For segmented work most of my stock preparation and all segment cutting is done on a tablesaw. I surely would not sell a Unisaw if I had one. But segment cutting can be done with a miter saw of course. There are usually two or three different ways to do any task.

I am probably more "scared" of the bandsaw than the tablesaw, and/but use an assortment of push sticks, featherboards, and the like with both saws to help avoid injury. Kickback on the tablesaw is usually the result of some procedural error. Try to determine exactly what happened that caused the kickback, so you can change procedure to prevent it in future.

Wilbur Pan
11-20-2008, 4:30 PM
I haven't tried segmented turning, but I do use hand tools a lot. One way of getting uniform segmented pieces is to use a hand plane with a jig to plane a small piece of wood to a given height. Here's a picture -- it's basically two rails that serve as a depth stop for your plane. Once you plane the piece of wood down to the height of the rails, you're done.

doug young
11-20-2008, 4:58 PM
richard, What happened was cutting small pieces with a push stick where i was pushing on the near side of the board. I have discovered that i really need to make sure the front of the board can't be lifted up as it moves through the blade. In talking to others, i need to make an assortment of push sticks and jigs. Some that would hold down the entire piece i am cutting and would even get cut a bit by the blade as i push it through. That way i could keep downward pressure on it throughout the cut. I just gained a huge amount of respect for the saw that night. Some of what i am debating is the space that is being taken up by the saw and the table/fence as well as the type of work i will enjoy doing the most. Thanks for the input.

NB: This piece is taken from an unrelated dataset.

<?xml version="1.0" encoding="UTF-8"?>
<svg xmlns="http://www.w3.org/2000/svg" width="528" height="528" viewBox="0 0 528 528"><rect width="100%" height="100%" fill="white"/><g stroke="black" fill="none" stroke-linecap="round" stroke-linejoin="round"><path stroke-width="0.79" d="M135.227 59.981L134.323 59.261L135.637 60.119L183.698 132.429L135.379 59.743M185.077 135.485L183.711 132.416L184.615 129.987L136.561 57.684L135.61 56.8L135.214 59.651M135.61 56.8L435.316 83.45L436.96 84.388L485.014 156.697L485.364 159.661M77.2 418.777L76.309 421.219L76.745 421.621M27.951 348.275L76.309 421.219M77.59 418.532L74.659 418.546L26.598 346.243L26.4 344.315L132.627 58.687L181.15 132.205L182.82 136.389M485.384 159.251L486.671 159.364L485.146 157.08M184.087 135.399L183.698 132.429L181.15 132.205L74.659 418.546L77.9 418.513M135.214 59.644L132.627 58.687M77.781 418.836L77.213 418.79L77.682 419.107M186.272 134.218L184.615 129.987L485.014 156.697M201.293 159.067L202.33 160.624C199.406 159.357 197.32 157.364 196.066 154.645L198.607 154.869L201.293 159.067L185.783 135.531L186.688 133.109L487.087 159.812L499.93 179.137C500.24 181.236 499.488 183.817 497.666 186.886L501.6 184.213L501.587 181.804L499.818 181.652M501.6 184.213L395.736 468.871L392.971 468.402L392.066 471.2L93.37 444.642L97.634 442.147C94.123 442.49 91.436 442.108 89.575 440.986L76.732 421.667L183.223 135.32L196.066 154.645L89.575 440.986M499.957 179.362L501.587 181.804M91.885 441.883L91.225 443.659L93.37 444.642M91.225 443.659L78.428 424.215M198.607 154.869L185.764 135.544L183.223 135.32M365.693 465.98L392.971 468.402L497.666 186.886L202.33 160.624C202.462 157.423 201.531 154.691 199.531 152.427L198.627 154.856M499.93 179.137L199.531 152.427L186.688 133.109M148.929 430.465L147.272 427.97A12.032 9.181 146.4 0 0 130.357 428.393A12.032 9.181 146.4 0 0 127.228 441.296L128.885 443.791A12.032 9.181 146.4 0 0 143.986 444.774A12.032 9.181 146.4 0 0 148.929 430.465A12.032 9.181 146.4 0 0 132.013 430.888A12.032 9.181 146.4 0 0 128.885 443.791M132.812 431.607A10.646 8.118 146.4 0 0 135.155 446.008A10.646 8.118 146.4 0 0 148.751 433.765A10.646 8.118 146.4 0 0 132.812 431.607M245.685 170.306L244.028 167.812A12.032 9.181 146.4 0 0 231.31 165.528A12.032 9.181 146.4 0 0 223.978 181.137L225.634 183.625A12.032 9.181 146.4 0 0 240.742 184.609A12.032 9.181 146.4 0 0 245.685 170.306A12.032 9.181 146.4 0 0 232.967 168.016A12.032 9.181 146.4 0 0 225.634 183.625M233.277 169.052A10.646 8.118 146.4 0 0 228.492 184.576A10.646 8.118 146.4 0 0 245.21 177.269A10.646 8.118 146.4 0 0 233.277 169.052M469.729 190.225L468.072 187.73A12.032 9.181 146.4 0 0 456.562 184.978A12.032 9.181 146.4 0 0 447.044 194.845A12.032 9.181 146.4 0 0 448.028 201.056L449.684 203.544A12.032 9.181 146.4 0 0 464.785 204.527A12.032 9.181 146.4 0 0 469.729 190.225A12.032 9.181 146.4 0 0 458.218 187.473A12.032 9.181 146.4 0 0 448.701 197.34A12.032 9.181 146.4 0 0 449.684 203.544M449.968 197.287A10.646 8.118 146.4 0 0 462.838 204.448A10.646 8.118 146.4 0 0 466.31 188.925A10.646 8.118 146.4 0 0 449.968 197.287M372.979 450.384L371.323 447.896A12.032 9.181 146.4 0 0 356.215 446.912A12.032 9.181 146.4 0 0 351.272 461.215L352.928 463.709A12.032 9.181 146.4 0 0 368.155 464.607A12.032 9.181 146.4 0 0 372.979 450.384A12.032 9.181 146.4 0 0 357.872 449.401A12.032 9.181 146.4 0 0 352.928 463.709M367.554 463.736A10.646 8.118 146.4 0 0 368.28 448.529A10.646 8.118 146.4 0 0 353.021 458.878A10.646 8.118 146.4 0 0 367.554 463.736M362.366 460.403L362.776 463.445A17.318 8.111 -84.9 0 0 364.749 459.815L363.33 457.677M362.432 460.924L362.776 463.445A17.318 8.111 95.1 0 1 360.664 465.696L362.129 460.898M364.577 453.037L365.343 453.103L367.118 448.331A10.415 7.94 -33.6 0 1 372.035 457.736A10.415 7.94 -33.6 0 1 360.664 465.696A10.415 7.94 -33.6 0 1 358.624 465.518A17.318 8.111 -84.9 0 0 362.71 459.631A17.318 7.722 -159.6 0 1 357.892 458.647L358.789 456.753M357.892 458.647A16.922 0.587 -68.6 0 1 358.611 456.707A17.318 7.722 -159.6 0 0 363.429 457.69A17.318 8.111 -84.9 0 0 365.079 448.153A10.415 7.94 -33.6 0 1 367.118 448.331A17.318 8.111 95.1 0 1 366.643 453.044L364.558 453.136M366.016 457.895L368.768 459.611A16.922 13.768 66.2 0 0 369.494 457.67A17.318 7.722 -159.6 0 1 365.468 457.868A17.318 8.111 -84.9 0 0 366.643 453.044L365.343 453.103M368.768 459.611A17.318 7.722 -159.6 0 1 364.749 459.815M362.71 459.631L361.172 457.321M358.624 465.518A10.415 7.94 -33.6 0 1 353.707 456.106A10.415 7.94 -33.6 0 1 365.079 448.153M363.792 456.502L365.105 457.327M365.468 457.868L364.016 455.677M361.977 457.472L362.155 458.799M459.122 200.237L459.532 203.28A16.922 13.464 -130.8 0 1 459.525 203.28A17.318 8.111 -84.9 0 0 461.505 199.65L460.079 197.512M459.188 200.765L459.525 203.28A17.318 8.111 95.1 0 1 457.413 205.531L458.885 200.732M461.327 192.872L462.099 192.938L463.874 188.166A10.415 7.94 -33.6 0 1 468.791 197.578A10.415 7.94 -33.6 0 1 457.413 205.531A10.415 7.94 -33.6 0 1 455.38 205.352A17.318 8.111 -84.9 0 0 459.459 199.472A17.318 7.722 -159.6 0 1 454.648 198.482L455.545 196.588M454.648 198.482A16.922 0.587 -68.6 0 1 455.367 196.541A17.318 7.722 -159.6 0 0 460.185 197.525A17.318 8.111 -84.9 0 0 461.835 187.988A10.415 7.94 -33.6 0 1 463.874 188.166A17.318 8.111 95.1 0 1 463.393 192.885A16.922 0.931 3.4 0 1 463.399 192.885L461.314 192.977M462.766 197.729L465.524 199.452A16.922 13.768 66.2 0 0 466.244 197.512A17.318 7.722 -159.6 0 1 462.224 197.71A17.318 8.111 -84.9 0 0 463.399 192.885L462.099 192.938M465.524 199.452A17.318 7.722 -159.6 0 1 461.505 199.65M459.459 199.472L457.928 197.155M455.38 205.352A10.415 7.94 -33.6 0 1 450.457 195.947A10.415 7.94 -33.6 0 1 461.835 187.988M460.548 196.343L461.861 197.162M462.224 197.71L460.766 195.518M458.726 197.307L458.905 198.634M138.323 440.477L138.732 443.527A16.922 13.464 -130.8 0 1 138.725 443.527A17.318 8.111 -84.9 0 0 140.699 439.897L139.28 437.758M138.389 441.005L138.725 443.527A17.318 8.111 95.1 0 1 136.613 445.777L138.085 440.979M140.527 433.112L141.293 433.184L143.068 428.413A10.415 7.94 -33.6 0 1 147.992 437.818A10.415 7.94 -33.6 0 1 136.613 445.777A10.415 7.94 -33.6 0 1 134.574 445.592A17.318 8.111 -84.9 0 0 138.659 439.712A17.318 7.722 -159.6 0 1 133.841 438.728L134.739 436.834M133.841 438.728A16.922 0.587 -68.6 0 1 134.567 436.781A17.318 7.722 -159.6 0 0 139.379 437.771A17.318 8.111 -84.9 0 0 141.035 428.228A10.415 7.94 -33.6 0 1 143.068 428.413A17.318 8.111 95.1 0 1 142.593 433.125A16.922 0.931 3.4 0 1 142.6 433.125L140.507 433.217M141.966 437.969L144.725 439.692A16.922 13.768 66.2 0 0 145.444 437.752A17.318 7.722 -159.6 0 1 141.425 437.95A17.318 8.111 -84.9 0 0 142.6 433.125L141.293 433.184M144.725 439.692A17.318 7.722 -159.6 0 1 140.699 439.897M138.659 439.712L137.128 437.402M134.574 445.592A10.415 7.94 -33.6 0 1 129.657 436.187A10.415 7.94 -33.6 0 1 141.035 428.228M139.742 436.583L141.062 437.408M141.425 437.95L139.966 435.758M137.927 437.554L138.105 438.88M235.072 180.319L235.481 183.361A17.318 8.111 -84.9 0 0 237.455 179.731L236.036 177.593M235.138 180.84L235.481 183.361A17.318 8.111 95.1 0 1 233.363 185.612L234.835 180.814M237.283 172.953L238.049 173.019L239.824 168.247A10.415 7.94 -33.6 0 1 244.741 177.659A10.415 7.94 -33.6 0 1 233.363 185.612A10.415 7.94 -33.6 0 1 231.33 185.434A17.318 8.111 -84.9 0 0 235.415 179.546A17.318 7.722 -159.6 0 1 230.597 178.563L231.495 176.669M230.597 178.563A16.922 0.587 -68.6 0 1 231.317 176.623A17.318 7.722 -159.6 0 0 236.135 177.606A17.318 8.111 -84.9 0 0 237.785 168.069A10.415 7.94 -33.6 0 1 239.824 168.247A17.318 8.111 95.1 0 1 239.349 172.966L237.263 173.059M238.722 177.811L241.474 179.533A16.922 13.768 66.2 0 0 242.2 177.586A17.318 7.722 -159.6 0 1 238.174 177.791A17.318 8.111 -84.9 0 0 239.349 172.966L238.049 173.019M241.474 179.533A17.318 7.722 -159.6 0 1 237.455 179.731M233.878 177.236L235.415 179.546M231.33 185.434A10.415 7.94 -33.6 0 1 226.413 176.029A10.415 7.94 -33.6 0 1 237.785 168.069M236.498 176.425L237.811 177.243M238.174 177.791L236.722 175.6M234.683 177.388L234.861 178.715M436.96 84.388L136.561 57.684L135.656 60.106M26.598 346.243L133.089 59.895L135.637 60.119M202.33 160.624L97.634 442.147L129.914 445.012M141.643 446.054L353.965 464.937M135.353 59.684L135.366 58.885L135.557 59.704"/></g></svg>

Wilber, thanks for the pics on the jig. That sound like a simple way to make it work.

Chris Haas
11-20-2008, 5:05 PM
yeah, i was thinking the same thing, i work in a shop all day building stair parts and whatever else we have a job for, and kickback is not an option, thats why people are missing fingers and hands, if that is a common problem for you, your not being safe period. not trying to chastize you, but you dont want to be the guy that chops his hand off and bleeds out in his garage for his wife to find the next morning. be safe.

Paul Atkins
11-20-2008, 5:07 PM
Make a removable wooden top, put some casters on the unisaw and you have a great workbench and catchall - you will kick yourself if you get rid of it when you need to make boxes and displays for all those stoppers. Since I got my PM87 I have used the tablesaw once a month at most. The bandsaw gets used everyday. With the jointer and bandsaw I almost feel as if I could live without it until I need to cut sheet goods. Wouldn't get rid of it though. Only flesh eating accident was the tablesaw but I think of the butcher shop cutting beef leg bones before I turn on the BS.

Brodie Brickey
11-20-2008, 5:38 PM
Doug,

Rather than get rid of a good table saw, I would recommend that you check your local community college or WoodCraft. You need a basic woodworking class that teaches you safe ways of accomplishing the cuts you want.

Table saws can be scary, but with certain jigs that are really easy to make, you can make it safe and accurate. My local community college (Cerritos) has a great woodworking program. Where they teach saw safety as part of it.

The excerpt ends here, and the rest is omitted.